* _THE TASK_: Lines holding the string "changed" are the ones to copy from this listing.

* _RECORDS TO USE_:
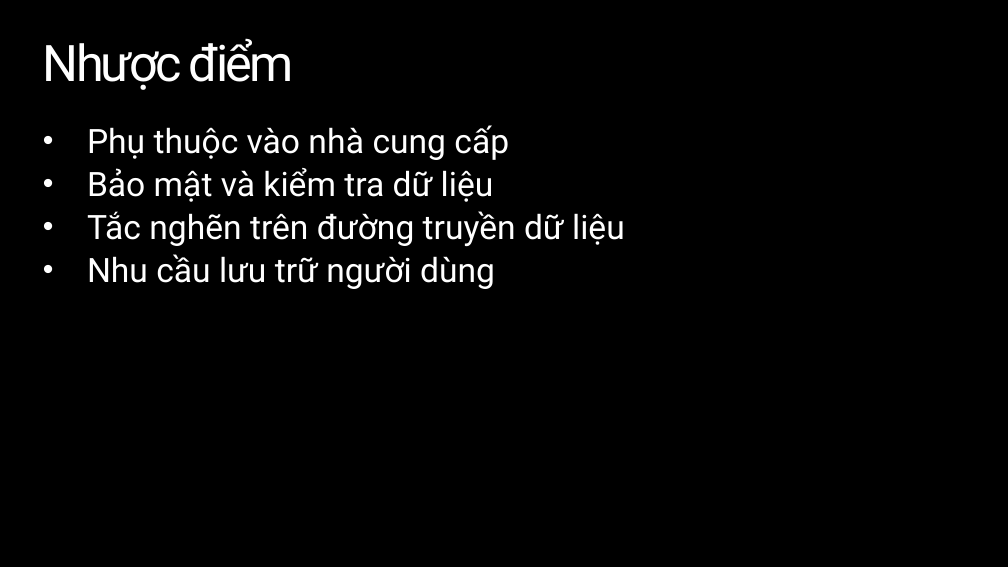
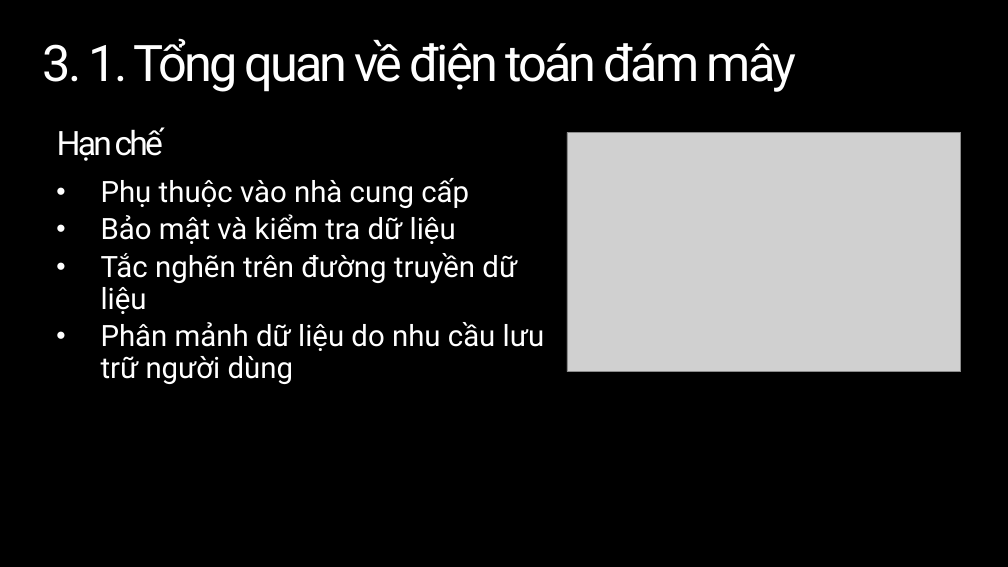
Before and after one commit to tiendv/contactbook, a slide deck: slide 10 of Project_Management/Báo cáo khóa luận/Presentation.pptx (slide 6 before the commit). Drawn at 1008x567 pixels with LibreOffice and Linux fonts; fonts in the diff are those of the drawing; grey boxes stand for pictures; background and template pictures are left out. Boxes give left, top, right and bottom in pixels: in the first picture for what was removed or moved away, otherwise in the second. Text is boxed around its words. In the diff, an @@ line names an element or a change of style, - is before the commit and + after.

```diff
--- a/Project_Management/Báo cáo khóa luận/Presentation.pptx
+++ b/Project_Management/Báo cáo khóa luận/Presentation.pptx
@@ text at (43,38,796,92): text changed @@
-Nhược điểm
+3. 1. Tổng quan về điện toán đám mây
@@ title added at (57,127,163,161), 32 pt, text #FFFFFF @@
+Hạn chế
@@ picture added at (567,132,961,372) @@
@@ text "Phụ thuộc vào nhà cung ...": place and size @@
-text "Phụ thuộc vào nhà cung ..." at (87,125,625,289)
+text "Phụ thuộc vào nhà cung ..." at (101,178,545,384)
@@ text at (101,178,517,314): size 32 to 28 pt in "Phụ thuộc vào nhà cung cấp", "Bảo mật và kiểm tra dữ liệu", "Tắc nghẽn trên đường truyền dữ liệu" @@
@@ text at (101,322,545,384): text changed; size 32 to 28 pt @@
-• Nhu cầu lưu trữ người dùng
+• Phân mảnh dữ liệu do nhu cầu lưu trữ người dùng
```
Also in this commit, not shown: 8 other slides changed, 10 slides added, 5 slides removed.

==

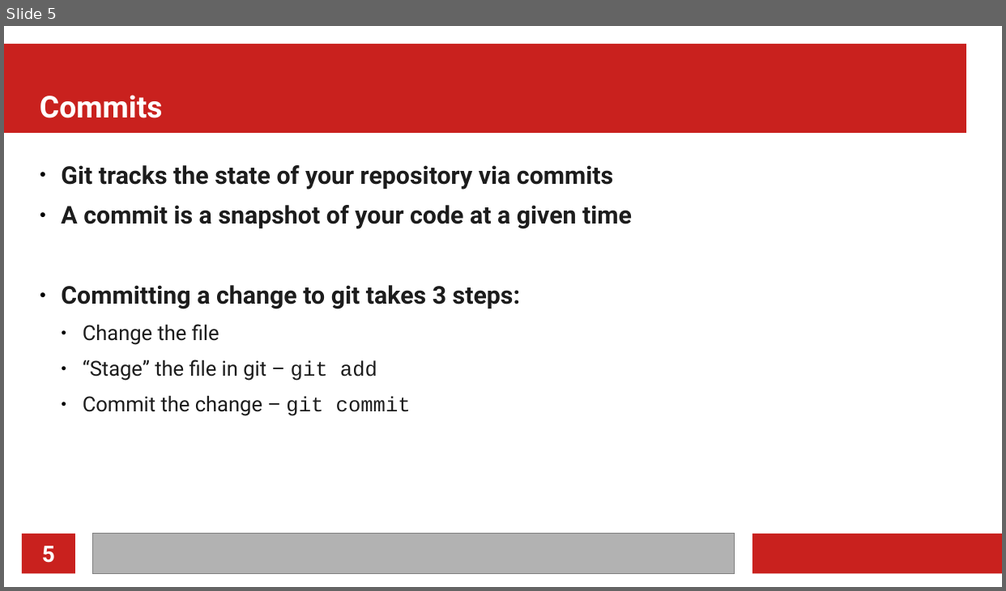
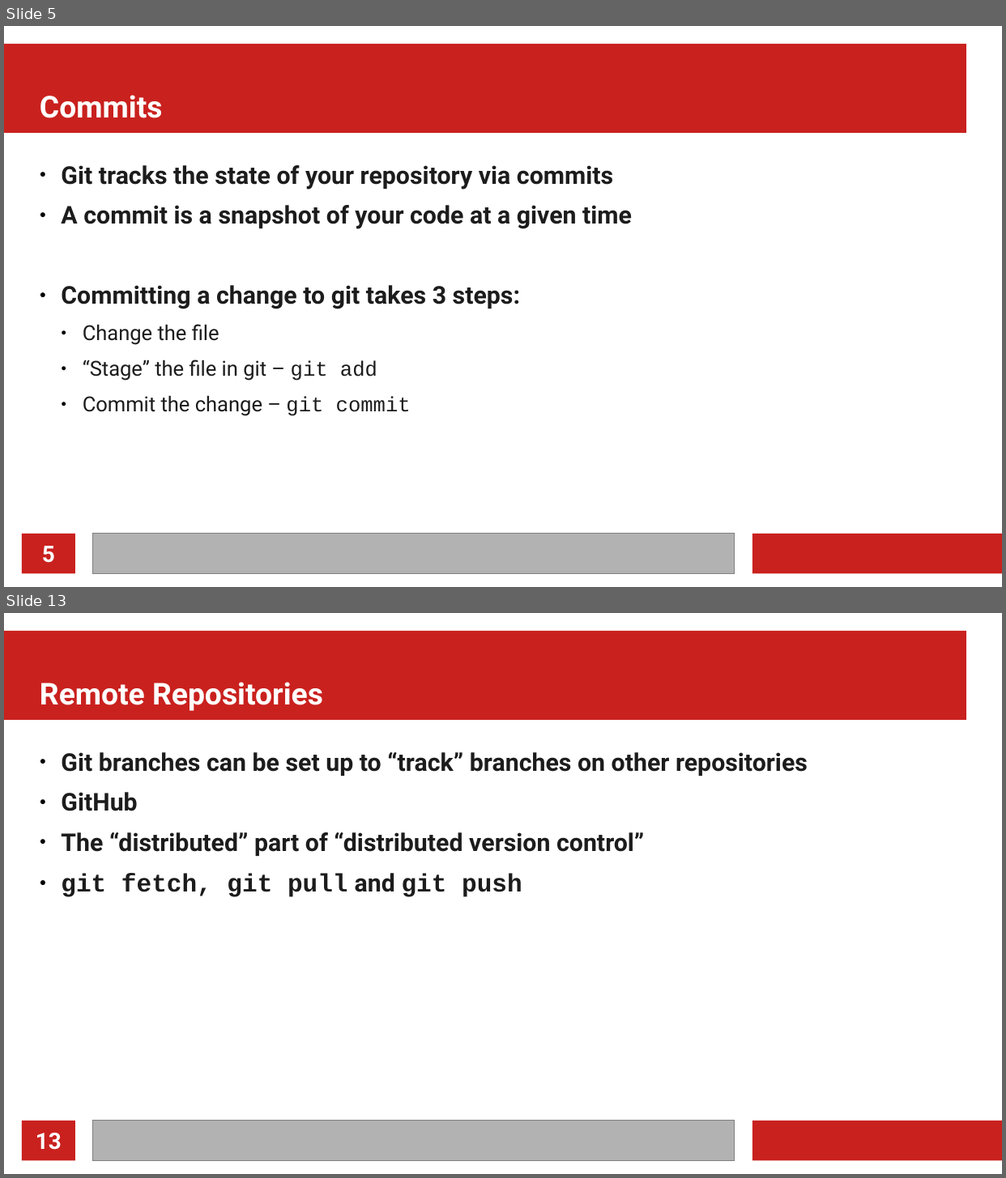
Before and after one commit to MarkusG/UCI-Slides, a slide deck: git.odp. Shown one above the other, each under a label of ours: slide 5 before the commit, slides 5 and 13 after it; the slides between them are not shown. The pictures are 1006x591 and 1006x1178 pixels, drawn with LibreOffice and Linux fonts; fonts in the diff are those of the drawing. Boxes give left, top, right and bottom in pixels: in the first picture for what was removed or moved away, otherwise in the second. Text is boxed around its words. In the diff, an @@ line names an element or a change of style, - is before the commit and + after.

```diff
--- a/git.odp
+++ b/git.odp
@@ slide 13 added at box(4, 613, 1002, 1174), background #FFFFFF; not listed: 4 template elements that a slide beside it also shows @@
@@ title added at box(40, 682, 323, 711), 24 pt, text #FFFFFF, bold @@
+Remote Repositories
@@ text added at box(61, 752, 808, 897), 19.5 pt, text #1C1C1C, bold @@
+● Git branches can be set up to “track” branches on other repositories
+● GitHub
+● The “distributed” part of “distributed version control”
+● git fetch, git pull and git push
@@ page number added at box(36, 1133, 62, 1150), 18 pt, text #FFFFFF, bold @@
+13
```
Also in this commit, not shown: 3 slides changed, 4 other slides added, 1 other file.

* _THE COMPLETED TASK_:
@@ text at (43,38,796,92): text changed @@
@@ text at (101,322,545,384): text changed; size 32 to 28 pt @@
Also in this commit, not shown: 8 other slides changed, 10 slides added, 5 slides removed.
Also in this commit, not shown: 3 slides changed, 4 other slides added, 1 other file.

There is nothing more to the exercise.